• [What you will do]
Begin with the first line of the material and write out each line exactly, ending with the line that contains "bore_radius = 12.0". Pictures are not part of the copy.

• [Task material]

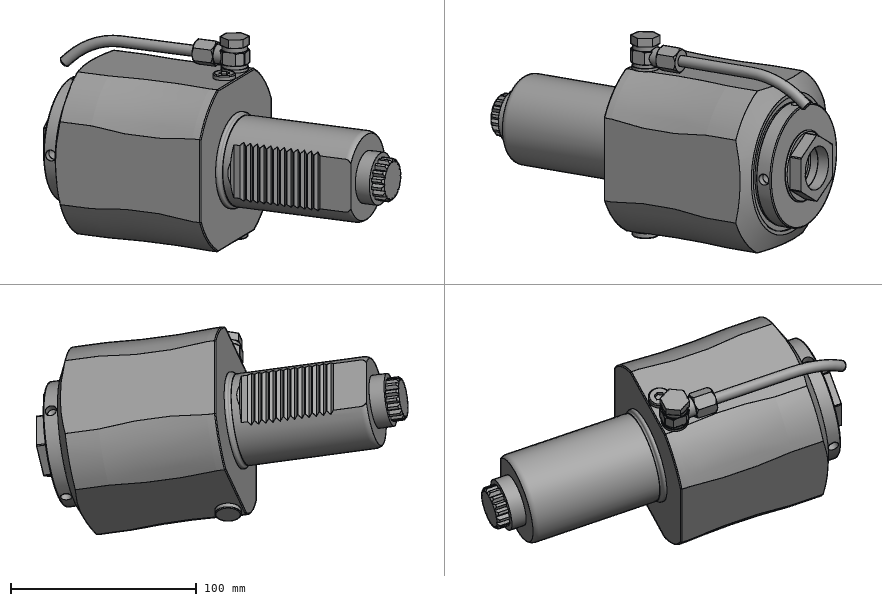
import cadquery as cq
import math


overall_height = 112.3

housing_width = 91.0
housing_half = housing_width / 2
housing_front = -89.5
corner_radius = 51.0
waist_radius = 50.0
waist_start = -64.9
waist_end = -4.9
cone_end = -83.6
cone_front_radius = 39.0
rear_chamfer = 0.6
recess_radius = 37.0
recess_depth = 1.0

collar_front = -98.9
collar_radius = 34.2
collar_chamfer = 0.6
pad_radius = 19.7
pad_front = -99.9
pad_chamfer = 0.71
hole_radius = 3.0
hole_depth = 4.0
hole_point_depth = 1.8
hole_x = -94.4

nose_front = -107.0
nose_corner_radius = 18.7
nose_round_radius = 18.5
bore_radius = 12.0
bore_step = 0.2
bore_depths = (6.7, 11.2, 12.5)

flange_radius = 26.5
flange_rim_length = 0.8
flange_blend_length = 2.5
neck_end = 3.5
neck_radius = 24.6
shank_end = 77.5
shank_radius = 25.0
shank_round_length = 3.0
shank_end_radius = 23.8

flat_start = 8.0
flat_depth = 4.9
flat_lead_length = 1.32
flat_lead_depth = 0.71
groove_count = 12
first_groove_x = 13.2
last_groove_x = 57.4
groove_width = 3.5
groove_depth = 1.32

boss_end = 85.9
boss_radius = 14.5
spline_end = 93.0
spline_radius = 11.8
spline_chamfer = 1.2
spline_count = 16
spline_groove_width = 3.3
spline_groove_depth = 1.8

top_plug_x = -7.1
top_plug_radius = 6.1
top_plug_height = 2.6
top_plug_chamfer = 0.6
socket_corner_radius = 2.8
socket_depth = 2.0
bottom_plug_radius = 7.1
bottom_plug_height = 2.8
bottom_plug_chamfer = 0.5

fitting_x = -8.7
fitting_y = 16.9
fitting_top = overall_height - housing_half - bottom_plug_height
head_bottom = 59.2
head_corner_radius = 8.0
stem_radius = 7.0
washer_radius = 7.3
washer_height = 1.6
block_half_length = 7.5
block_half_width = 7.1
block_round_radius = 8.1
block_round_chamfer = 0.6
block_chamfer = 3.7
block_height = 7.5
pipe_z = 52.9
connector_radius = 5.3
nut_front = -31.3
nut_rear = -19.1
nut_corner_radius = 7.1
nut_chamfer = 1.0

pipe_radius = 3.0
bend_start = -76.5
bend_radius = 40.7
bend_angle = math.radians(45)
bend_tilt = math.radians(15)
tip_length = 5.0
tip_chamfer = 0.8


def revolve_about_x(outline):
    return outline.close().revolve(360, (0, 0), (1, 0))


def rod_x(start, end, radius):
    return cq.Workplane("YZ", origin=(start, 0, 0)).circle(radius).extrude(end - start)


def rod_z(x, y, bottom, top, radius):
    return cq.Workplane("XY", origin=(x, y, bottom)).circle(radius).extrude(top - bottom)


def hexagon(radius):
    """Corner points of a hexagon with two corners on its local Y axis."""
    angles = [math.radians(90 + 60 * i) for i in range(6)]
    return [(radius * math.cos(a), radius * math.sin(a)) for a in angles]


def make_housing():
    """Waisted round body with a conical front, cut to four flats."""
    length = -housing_front
    turned = revolve_about_x(
        cq.Workplane("XY")
        .moveTo(housing_front, 0)
        .lineTo(housing_front, cone_front_radius)
        .lineTo(cone_end, corner_radius)
        .lineTo(waist_start, corner_radius)
        .threePointArc(((waist_start + waist_end) / 2, waist_radius), (waist_end, corner_radius))
        .lineTo(-rear_chamfer, corner_radius)
        .lineTo(0, corner_radius - rear_chamfer)
        .lineTo(0, 0)
    )
    square = (
        cq.Workplane("XY")
        .box(length, 2 * housing_half, 2 * housing_half)
        .translate((-length / 2, 0, 0))
        .faces(">X")
        .chamfer(rear_chamfer)
    )
    recess = rod_x(housing_front, housing_front + recess_depth, recess_radius)
    return turned.intersect(square).cut(recess)


def make_collar():
    """Front ring in the housing recess, with a raised pad and four pointed radial holes."""
    collar = rod_x(collar_front, housing_front, collar_radius).faces("<X or >X").chamfer(collar_chamfer)
    seat = rod_x(housing_front, housing_front + recess_depth, collar_radius - collar_chamfer)
    pad = rod_x(pad_front, collar_front, pad_radius).faces("<X").chamfer(pad_chamfer)
    collar = collar.union(pad).union(seat)
    hole_bottom = collar_radius - hole_depth
    drill = (
        cq.Workplane("XZ")
        .moveTo(0, hole_bottom - hole_point_depth)
        .lineTo(hole_radius, hole_bottom)
        .lineTo(hole_radius, collar_radius + hole_depth)
        .lineTo(0, collar_radius + hole_depth)
        .close()
        .revolve(360, (0, 0), (0, 1))
        .translate((hole_x, 0, 0))
    )
    for i in range(4):
        collar = collar.cut(drill.rotate((0, 0, 0), (1, 0, 0), 90 * i))
    return collar


def make_nose():
    """Hexagon with rounded-off corners."""
    hexagonal = (
        cq.Workplane("YZ", origin=(nose_front, 0, 0))
        .polyline(hexagon(nose_corner_radius))
        .close()
        .extrude(pad_front - nose_front)
    )
    return hexagonal.intersect(rod_x(nose_front, pad_front, nose_round_radius))


def make_nose_bore():
    """Blind bore that narrows slightly at each step."""
    bore = cq.Workplane("YZ")
    for i, depth in enumerate(bore_depths):
        bore = bore.union(rod_x(nose_front, nose_front + depth, bore_radius - i * bore_step))
    return bore


def make_shank():
    """Flange, neck, cylindrical shank with a rounded end, and drive boss."""
    half_blend = (flange_blend_length / 2, (neck_radius - flange_radius) / 2)
    round_start = shank_end - shank_round_length
    return revolve_about_x(
        cq.Workplane("XY")
        .moveTo(0, 0)
        .lineTo(0, flange_radius)
        .lineTo(flange_rim_length, flange_radius)
        .tangentArcPoint(half_blend)
        .tangentArcPoint(half_blend)
        .lineTo(neck_end, neck_radius)
        .lineTo(neck_end, shank_radius)
        .lineTo(round_start, shank_radius)
        .tangentArcPoint((shank_end, shank_end_radius), relative=False)
        .lineTo(shank_end, boss_radius)
        .lineTo(boss_end, boss_radius)
        .lineTo(boss_end, 0)
    )


def make_flat_cutter():
    """Side flat with a sloped lead-in and a row of V grooves."""
    flat_y = flat_depth - shank_radius
    outside = -2 * shank_radius
    flat = (
        cq.Workplane("XY", origin=(0, 0, -shank_radius))
        .moveTo(flat_start, flat_y)
        .lineTo(flat_start, flat_lead_depth - shank_radius)
        .lineTo(flat_start - flat_lead_length, -shank_radius)
        .lineTo(flat_start - flat_lead_length, outside)
        .lineTo(shank_end, outside)
        .lineTo(shank_end, flat_y)
        .close()
        .extrude(2 * shank_radius)
    )
    pitch = (last_groove_x - first_groove_x) / (groove_count - 1)
    for i in range(groove_count):
        x = first_groove_x + i * pitch
        groove = (
            cq.Workplane("XY", origin=(x, flat_y, -shank_radius))
            .moveTo(-groove_width / 2, 0)
            .lineTo(0, groove_depth)
            .lineTo(groove_width / 2, 0)
            .close()
            .extrude(2 * shank_radius)
        )
        flat = flat.union(groove)
    return flat


def make_spline():
    """Drive stub with V grooves all around and a chamfered end."""
    spline = rod_x(boss_end, spline_end, spline_radius).faces(">X").chamfer(spline_chamfer)
    groove = (
        cq.Workplane("YZ", origin=(boss_end, 0, 0))
        .moveTo(-spline_radius, spline_groove_width / 2)
        .lineTo(-spline_radius + spline_groove_depth, 0)
        .lineTo(-spline_radius, -spline_groove_width / 2)
        .close()
        .extrude(spline_end - boss_end)
    )
    for i in range(spline_count):
        spline = spline.cut(groove.rotate((0, 0, 0), (1, 0, 0), 360 * i / spline_count))
    return spline


def make_fitting():
    """Bolt, washer and connector block with the pipe nut on its front side."""
    head = (
        cq.Workplane("XY", origin=(fitting_x, fitting_y, head_bottom))
        .polyline(hexagon(head_corner_radius))
        .close()
        .extrude(fitting_top - head_bottom)
    )
    stem = rod_z(fitting_x, fitting_y, housing_half, head_bottom, stem_radius)
    washer = rod_z(fitting_x, fitting_y, housing_half, housing_half + washer_height, washer_radius)
    block = (
        cq.Workplane("XY")
        .box(2 * block_half_length, 2 * block_half_width, block_height)
        .edges("|Z")
        .chamfer(block_chamfer)
        .intersect(
            rod_z(0, 0, -block_height / 2, block_height / 2, block_round_radius)
            .faces("<Z or >Z")
            .chamfer(block_round_chamfer)
        )
        .translate((fitting_x, fitting_y, pipe_z))
    )
    connector = rod_x(nut_rear, fitting_x, connector_radius)
    nut = (
        cq.Workplane("YZ", origin=(nut_front, 0, 0))
        .polyline(hexagon(nut_corner_radius))
        .close()
        .extrude(nut_rear - nut_front)
        .intersect(rod_x(nut_front, nut_rear, nut_corner_radius).faces("<X or >X").chamfer(nut_chamfer))
    )
    side_branch = connector.union(nut).translate((0, fitting_y, pipe_z))
    return head.union(stem).union(washer).union(block).union(side_branch)


def make_pipe():
    """Straight pipe ending in a bend that leans down toward the tool axis."""
    straight = nut_front - bend_start
    bend_plane = cq.Plane(
        origin=(nut_front, fitting_y, pipe_z),
        xDir=(-1, 0, 0),
        normal=(0, -math.cos(bend_tilt), math.sin(bend_tilt)),
    )

    def on_bend(angle):
        return straight + bend_radius * math.sin(angle), bend_radius * (1 - math.cos(angle))

    bend_x, bend_y = on_bend(bend_angle)
    tip = (bend_x + tip_length * math.cos(bend_angle), bend_y + tip_length * math.sin(bend_angle))
    path = (
        cq.Workplane(bend_plane)
        .lineTo(straight, 0)
        .threePointArc(on_bend(bend_angle / 2), (bend_x, bend_y))
        .lineTo(*tip)
    )
    pipe = cq.Workplane("YZ", origin=(nut_front, fitting_y, pipe_z)).circle(pipe_radius).sweep(path)
    tip_point = bend_plane.toWorldCoords(tip).toTuple()
    return pipe.faces(cq.selectors.NearestToPointSelector(tip_point)).chamfer(tip_chamfer)


def make_top_plug():
    plug = rod_z(top_plug_x, 0, housing_half, housing_half + top_plug_height, top_plug_radius)
    plug = plug.faces(">Z").chamfer(top_plug_chamfer)
    socket = plug.faces(">Z").workplane().polyline(hexagon(socket_corner_radius)).close()
    return socket.cutBlind(-socket_depth)


def make_bottom_plug():
    bottom = -housing_half - bottom_plug_height
    plug = rod_z(fitting_x, fitting_y, bottom, -housing_half, bottom_plug_radius)
    return plug.faces("<Z").chamfer(bottom_plug_chamfer)


result = (
    make_housing()
    .union(make_collar())
    .union(make_nose())
    .cut(make_nose_bore())
    .union(make_shank().cut(make_flat_cutter()))
    .union(make_spline())
    .union(make_fitting())
    .union(make_pipe())
    .union(make_top_plug())
    .union(make_bottom_plug())
)

• [Exercise response]
import cadquery as cq
import math


overall_height = 112.3

housing_width = 91.0
housing_half = housing_width / 2
housing_front = -89.5
corner_radius = 51.0
waist_radius = 50.0
waist_start = -64.9
waist_end = -4.9
cone_end = -83.6
cone_front_radius = 39.0
rear_chamfer = 0.6
recess_radius = 37.0
recess_depth = 1.0

collar_front = -98.9
collar_radius = 34.2
collar_chamfer = 0.6
pad_radius = 19.7
pad_front = -99.9
pad_chamfer = 0.71
hole_radius = 3.0
hole_depth = 4.0
hole_point_depth = 1.8
hole_x = -94.4

nose_front = -107.0
nose_corner_radius = 18.7
nose_round_radius = 18.5
bore_radius = 12.0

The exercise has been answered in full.